Bedeutung in der Praxis

Für typische Standardzulassungen kommen etwa viele altbewährte Rezeptursubstanzen und klassische Teedrogen infrage. Die Verwendung ist an die Einhaltung der offiziell festgelegten Monographie gebunden („so viel wie Rezeptpflicht, aber nach Vorlage“*). Eine eigenständige, von der offiziell genehmigten Zusammensetzung abweichende Herstellung ist nicht abgedeckt – für solche Varianten bleibt nur die Einzelzulassung.
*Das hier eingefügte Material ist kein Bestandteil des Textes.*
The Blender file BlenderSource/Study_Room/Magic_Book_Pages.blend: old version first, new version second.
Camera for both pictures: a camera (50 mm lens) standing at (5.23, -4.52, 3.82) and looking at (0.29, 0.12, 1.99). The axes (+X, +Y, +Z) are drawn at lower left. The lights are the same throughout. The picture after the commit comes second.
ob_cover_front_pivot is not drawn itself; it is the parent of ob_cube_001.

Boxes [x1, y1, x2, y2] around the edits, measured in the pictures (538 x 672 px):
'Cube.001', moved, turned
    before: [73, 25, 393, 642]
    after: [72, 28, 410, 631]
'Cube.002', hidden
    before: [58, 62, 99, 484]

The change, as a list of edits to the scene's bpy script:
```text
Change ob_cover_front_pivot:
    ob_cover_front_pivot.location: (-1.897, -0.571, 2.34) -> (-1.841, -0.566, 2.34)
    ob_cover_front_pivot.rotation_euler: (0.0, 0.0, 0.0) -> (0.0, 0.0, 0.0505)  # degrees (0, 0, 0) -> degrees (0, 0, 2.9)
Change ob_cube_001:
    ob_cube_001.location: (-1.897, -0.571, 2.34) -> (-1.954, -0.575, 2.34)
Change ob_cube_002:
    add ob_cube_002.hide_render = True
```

Hersteller und Anwender profitieren von einem vereinfachten und schnelleren Verfahren. Allerdings müssen sie sicherstellen, dass das Produkt exakt nach den vorgegebenen Kriterien hergestellt und in Verkehr gebracht wird.

An der Produktgestaltung dürfen pharmazeutische Unternehmer zusätzliche Gegenanzeigen, Neben- oder Wechselwirkungen angeben. Die Namensgebung besteht ohne Einschränkung in ihrer Freiheit.

Überwachung und Anpassung

Die für die Standardzulassung maßgeblichen Monographien werden regelmäßig von der Bundesoberbehörde überprüft und dem Stand von Wissenschaft und Technik angepasst. Stellt sich heraus, dass das Nutzen-Risiko-Verhältnis kippt oder die Anforderungen an Wirksamkeit/Sicherheit nicht mehr erfüllt sind, kann die Freistellung widerrufen werden.
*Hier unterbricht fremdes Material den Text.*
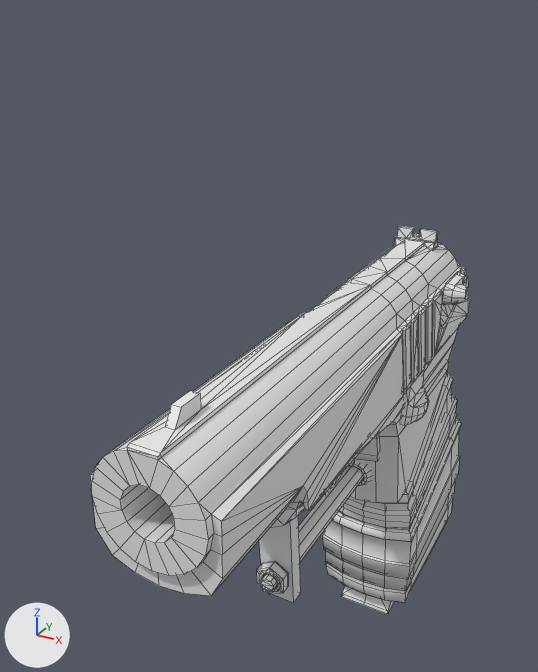
The FBX model Assets/Project/Art/OurModels/Models/Weapon/Pistol/WP_pistol.fbx as it was, and as the next commit left it.
Both versions are drawn from a 50 mm camera at (0.069, -0.165, 0.132) aimed at (-0.023, 0.003, 0.048). Every picture has the same lights, and +X, +Y and +Z are marked at lower left. Mesh edges are drawn as thin lines. Where no turn or scale is listed for an object, it has been applied to the vertices.

The scene before the commit, as lines of its bpy script (objects in view):
```python
me_cube_098 = bpy.data.meshes.new('Cube.098')
me_cube_098.from_pydata(...)  # 1551 vertices, 1801 faces; spans x -0.016..0.02, y -0.131..0.042, z -0.042..0.088
me_cube_098.materials.append(mat_makarov)  # its picture is missing
ob_wp_pistol_body = bpy.data.objects.new('WP_pistol_body', me_cube_098)
ob_wp_pistol_body.location = (-0.0005, 0.0481, -0.0193)
```
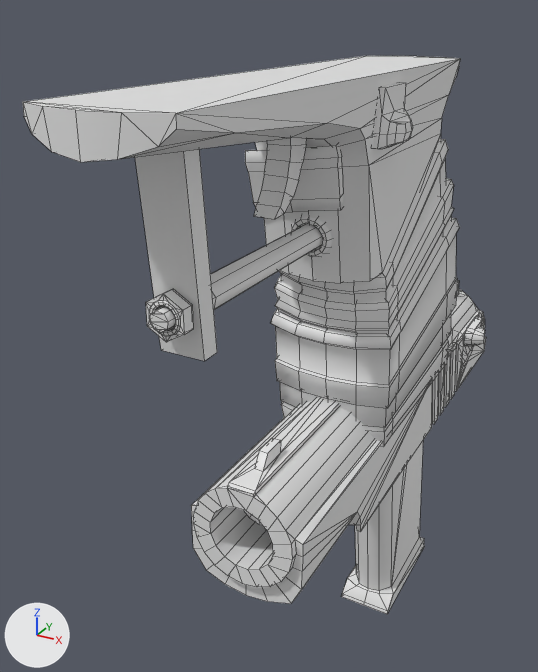
The newer file is also turned or shifted as a whole; pictures and numbers use the older file's frame.

What changed in the scene script:
```text
Add me_cube_155:
    me_cube_155.from_pydata(...)  # 64 vertices, 62 faces; spans x -0.0073..0.0073, y -0.0826..0.0013, z -0.0035..0.011
    me_cube_155.materials.append(mat_makarov)  # its picture is missing
Add me_cylinder_162:
    me_cylinder_162.from_pydata(...)  # 917 vertices, 927 faces; spans x -0.0165..0.0176, y -0.1306..0.0134, z -0.0053..0.0934
    me_cylinder_162.materials.append(mat_makarov)  # its picture is missing
Add me_cube_156:
    me_cube_156.from_pydata(...)  # 500 vertices, 678 faces; spans x -0.014..0.019, y -0.093..0.068, z -0.017..0.017
    me_cube_156.materials.append(mat_makarov)  # its picture is missing
Remove ob_wp_pistol_body:
    ob_wp_pistol_body = bpy.data.objects.new('WP_pistol_body', me_cube_098)
    ob_wp_pistol_body.location = (-0.0005, 0.0481, -0.0193)
Add ob_pistol_barrel:
    ob_pistol_barrel = bpy.data.objects.new('pistol_barrel', me_cube_155)
    ob_pistol_barrel.location = (0.0011, 0.0392, 0.0267)
Add ob_pistol_frame:
    ob_pistol_frame = bpy.data.objects.new('pistol_frame', me_cylinder_162)
    ob_pistol_frame.location = (0.0011, 0.0392, 0.0267)
Add ob_pistol_slide:
    ob_pistol_slide = bpy.data.objects.new('pistol_slide', me_cube_156)
    ob_pistol_slide.location = (0.0011, 0.0392, 0.0267)
```

Pixel boxes [x1, y1, x2, y2] of what changed, in the pictures (538 x 672 px):
'pistol_frame', added
    after: [23, 56, 460, 447]
'WP_pistol_body', deleted
    before: [90, 226, 470, 603]
'pistol_slide', added
    after: [191, 281, 486, 604]
'pistol_barrel', added
    after: [243, 510, 263, 526]
'WP_pistol_magazine', unchanged, uncovered by the edit
    before: [342, 586, 394, 614]
    after: [342, 441, 424, 614]

„Die […] Monographien sind […] regelmäßig zu überprüfen und […] an den jeweils gesicherten Stand der Wissenschaft und Technik anzupassen.“

TipPraxisrelevanz

Für Apotheken bedeutet die Standardzulassung eine erhebliche Entlastung beim Umgang mit bewährten Arzneistoffen: Die Prüfung von Einzelzulassungen entfällt, sofern streng nach Monographie bzw. Verordnung gearbeitet wird. Für Abweichungen ist weiterhin eine klassische Einzelzulassung erforderlich.

Verantwortlichkeiten im Überblick

Akteur Aufgabe/Zuständigkeit
Bundesministerium Erlaubt per Rechtsverordnung die Zulassungsfreistellung
Bundesoberbehörde Führt ggf. Überwachung und Aktualisierung der Monographien durch
Pharmazeut. Unternehmer Muss Vorgaben zur Herstellung, Zusammensetzung und Kennzeichnung einhalten; kann Arzneimittelbezeichnung frei wählen und weitere Warnhinweise aufnehmen

Zusammenfassung

§ 36 AMG bietet mit der Standardzulassung eine praktikable Ausnahme von der Einzelzulassung für klar geregelte, bewährte Arzneimittel. Sie setzt voraus, dass Qualität, Wirksamkeit und Unbedenklichkeit nach aktuellem wissenschaftlichen Stand belegt sind. Beteiligte müssen die strikten Vorgaben der Freistellung beachten; für jede Abweichung gilt weiter die reguläre Zulassungspflicht. Aufsicht und Weiterentwicklung der maßgeblichen Monographien sichern die fortlaufende Patientensicherheit.